To Lucas, the recent string of departures feels like a disheartening repeat of diversity “boom and bust” cycles, she said. In the 1960s, trailblazing Black editors were hired in the wake of the Civil Rights Movement. In the 1990s, publishers saw the potential commercial impact of books by Black writers after novels by Black women — among them Toni Morrison, Terry McMillan and Alice Walker — landed on the bestseller lists. At those moments, publishers took steps to diversify their companies and lists but often returned to the status quo.

“A bunch of people of color come in because something interesting happens, and then the marketplace or political landscape changes, and a lot of us are gone,” Lucas said.

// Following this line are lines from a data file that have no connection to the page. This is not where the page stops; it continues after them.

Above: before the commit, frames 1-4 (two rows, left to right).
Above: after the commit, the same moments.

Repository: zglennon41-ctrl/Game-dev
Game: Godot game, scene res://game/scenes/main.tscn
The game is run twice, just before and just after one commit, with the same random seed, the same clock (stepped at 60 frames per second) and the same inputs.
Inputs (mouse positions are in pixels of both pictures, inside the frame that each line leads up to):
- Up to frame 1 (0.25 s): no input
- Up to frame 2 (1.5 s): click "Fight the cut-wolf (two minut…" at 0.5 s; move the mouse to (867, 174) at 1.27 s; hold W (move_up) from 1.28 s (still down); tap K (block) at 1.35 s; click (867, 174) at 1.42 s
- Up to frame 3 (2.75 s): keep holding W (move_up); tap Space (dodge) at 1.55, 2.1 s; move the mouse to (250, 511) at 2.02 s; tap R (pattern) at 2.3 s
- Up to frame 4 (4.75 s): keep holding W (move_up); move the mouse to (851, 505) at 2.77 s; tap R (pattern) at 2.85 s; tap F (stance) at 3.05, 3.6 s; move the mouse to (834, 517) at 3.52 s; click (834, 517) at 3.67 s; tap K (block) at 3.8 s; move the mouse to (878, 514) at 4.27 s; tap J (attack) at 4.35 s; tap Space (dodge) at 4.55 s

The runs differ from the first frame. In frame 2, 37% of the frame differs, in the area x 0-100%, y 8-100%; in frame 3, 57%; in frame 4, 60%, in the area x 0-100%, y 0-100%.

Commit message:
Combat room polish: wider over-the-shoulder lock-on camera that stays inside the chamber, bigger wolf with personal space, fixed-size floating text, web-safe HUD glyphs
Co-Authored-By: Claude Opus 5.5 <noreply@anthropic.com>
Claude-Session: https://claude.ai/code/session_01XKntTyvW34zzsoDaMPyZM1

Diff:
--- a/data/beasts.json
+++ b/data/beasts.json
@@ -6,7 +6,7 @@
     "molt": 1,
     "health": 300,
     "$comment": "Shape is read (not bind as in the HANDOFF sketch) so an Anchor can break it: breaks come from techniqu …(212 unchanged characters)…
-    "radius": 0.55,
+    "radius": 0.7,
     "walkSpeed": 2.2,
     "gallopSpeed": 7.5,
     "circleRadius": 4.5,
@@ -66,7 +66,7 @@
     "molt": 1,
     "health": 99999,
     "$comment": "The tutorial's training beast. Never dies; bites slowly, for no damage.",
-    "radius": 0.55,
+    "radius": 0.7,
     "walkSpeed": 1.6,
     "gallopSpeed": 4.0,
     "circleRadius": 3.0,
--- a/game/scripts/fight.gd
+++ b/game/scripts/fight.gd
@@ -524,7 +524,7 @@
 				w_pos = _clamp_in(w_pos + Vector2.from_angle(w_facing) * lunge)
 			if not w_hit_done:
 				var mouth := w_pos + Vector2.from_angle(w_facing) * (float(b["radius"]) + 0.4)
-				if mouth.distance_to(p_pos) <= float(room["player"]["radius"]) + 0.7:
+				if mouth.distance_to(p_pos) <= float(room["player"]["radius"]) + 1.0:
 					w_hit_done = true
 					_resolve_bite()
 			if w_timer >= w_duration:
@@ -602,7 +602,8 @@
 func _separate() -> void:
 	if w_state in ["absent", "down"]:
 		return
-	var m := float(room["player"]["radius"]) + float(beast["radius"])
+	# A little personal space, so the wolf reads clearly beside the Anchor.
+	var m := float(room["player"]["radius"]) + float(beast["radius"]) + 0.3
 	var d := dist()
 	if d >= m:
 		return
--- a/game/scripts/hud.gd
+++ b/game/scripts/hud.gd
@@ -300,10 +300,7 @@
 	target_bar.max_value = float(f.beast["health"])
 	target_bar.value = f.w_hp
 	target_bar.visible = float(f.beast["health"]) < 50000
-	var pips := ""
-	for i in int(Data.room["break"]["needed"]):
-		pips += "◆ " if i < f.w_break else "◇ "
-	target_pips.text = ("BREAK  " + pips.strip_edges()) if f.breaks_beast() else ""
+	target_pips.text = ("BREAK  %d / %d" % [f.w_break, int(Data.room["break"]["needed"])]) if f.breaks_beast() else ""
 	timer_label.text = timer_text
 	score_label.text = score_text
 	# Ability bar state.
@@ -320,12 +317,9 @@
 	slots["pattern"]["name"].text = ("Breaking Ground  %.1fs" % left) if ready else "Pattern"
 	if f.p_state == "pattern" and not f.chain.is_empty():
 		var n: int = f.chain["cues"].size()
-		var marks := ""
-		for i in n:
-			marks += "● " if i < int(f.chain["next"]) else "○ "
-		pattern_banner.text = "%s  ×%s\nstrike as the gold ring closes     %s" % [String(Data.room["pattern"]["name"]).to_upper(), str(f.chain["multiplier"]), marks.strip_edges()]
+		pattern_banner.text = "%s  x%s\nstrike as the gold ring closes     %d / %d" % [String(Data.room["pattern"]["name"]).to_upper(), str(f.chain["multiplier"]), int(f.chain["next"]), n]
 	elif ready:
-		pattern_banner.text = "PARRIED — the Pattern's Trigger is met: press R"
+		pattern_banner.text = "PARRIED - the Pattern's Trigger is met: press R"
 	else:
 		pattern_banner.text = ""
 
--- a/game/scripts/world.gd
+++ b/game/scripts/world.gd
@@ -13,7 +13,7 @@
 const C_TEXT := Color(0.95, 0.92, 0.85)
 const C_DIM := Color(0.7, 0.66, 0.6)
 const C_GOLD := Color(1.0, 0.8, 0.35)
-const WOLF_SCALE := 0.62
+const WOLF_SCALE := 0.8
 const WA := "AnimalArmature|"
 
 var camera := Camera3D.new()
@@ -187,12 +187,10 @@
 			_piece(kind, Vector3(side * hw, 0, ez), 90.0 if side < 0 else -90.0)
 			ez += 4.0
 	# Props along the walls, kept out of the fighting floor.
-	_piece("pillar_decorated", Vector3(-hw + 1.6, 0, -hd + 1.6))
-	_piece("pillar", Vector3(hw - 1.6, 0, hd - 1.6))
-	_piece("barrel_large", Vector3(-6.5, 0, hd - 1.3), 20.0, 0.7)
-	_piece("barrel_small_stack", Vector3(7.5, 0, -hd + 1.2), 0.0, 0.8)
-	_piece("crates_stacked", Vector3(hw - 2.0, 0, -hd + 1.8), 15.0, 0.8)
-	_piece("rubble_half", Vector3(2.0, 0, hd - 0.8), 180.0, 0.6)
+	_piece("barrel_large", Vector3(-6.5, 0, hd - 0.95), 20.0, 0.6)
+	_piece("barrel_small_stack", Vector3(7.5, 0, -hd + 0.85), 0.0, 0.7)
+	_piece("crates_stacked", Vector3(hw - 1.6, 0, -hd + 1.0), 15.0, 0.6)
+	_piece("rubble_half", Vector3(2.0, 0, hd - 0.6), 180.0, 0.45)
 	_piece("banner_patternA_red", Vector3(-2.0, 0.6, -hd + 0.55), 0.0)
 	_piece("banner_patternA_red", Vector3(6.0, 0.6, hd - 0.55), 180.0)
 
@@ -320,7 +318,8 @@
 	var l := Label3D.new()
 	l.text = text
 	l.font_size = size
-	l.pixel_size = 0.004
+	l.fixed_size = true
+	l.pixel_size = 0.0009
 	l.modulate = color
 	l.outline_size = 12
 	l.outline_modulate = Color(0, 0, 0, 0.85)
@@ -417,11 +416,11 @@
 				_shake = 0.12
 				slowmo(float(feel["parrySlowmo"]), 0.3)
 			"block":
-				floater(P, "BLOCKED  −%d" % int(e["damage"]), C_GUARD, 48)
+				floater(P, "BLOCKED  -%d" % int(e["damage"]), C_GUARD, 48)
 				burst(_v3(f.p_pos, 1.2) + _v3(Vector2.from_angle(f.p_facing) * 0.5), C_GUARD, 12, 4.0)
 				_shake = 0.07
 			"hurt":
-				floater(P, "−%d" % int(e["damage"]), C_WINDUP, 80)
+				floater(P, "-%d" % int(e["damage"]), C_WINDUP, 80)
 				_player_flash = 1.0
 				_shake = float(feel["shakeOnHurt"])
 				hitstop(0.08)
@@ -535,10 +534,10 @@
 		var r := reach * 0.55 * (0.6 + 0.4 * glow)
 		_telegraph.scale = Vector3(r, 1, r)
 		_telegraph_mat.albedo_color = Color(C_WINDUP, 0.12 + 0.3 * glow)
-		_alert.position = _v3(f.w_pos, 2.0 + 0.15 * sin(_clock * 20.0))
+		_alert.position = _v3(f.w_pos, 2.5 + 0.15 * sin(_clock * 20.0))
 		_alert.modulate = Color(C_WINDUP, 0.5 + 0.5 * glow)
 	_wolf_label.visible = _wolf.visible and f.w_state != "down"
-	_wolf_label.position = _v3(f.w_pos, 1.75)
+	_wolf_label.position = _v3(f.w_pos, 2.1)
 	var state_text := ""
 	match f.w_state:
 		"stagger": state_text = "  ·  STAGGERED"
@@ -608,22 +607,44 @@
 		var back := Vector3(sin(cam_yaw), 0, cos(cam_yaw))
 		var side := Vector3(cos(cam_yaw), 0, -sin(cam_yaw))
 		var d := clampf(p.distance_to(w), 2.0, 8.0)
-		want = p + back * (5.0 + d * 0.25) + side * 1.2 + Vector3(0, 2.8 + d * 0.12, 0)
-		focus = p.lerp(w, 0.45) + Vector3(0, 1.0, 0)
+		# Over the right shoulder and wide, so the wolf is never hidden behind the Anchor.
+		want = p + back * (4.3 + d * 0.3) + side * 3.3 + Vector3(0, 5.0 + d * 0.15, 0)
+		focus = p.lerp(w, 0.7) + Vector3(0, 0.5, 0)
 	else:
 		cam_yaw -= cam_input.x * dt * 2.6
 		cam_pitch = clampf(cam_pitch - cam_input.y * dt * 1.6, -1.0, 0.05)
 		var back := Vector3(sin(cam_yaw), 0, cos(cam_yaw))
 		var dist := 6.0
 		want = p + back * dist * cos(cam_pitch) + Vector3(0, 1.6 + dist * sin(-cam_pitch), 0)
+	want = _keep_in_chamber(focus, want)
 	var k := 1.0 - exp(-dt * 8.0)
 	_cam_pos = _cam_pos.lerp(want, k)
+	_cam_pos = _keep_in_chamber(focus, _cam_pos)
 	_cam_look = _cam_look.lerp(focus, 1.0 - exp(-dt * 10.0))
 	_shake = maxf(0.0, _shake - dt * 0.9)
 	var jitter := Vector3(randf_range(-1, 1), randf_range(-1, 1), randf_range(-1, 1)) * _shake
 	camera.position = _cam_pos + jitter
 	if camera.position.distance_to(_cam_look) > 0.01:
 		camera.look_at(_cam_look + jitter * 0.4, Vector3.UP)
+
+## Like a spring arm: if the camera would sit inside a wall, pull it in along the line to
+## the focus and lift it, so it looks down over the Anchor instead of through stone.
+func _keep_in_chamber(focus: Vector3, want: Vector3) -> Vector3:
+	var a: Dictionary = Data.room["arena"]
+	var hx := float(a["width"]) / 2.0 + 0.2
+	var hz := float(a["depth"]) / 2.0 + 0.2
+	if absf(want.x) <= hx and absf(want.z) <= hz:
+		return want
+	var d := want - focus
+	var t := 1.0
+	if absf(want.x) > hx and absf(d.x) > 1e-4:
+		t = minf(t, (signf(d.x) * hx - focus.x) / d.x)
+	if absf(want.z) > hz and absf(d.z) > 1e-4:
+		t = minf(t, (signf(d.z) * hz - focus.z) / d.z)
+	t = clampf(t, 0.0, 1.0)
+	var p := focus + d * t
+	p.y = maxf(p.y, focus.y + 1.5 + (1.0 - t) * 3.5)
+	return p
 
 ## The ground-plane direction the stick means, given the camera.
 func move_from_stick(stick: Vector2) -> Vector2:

Lucas declined to comment on the circumstances of her departure, other than to say it was a surprise. A company memo said Lucas — and Reagan Arthur, the publisher of Knopf — were let go to make way for a more “nimble, concentrated leadership team” that “is necessary for our future growth.”

The current atmosphere is a stark shift from 2020, when protests over racism broke out after George Floyd’s murder in police custody and publishing came under scrutiny for undervaluing Black employees and writers. That June, more than 1,000 publishing professionals signed up to participate in a “day of action” to protest, among other things, the industry’s “failure to hire and retain a significant number of Black employees.”

Many Black writers and professionals spoke out about racial disparities in the book world. In response, major publishers recruited and promoted Black editors and launched imprints devoted to books by nonwhite authors. Publishing companies said they would diversify their workforce and the books they publish, and created diversity, equity and inclusion initiatives. Editors acquired books that addressed race and racism, many of which sold well.

Four years later, there is a growing sense that the momentum has stalled. Some agents and editors say publishers’ appetite for books about race and racism has waned after sales for some of the titles they rushed to acquire failed to meet expectations.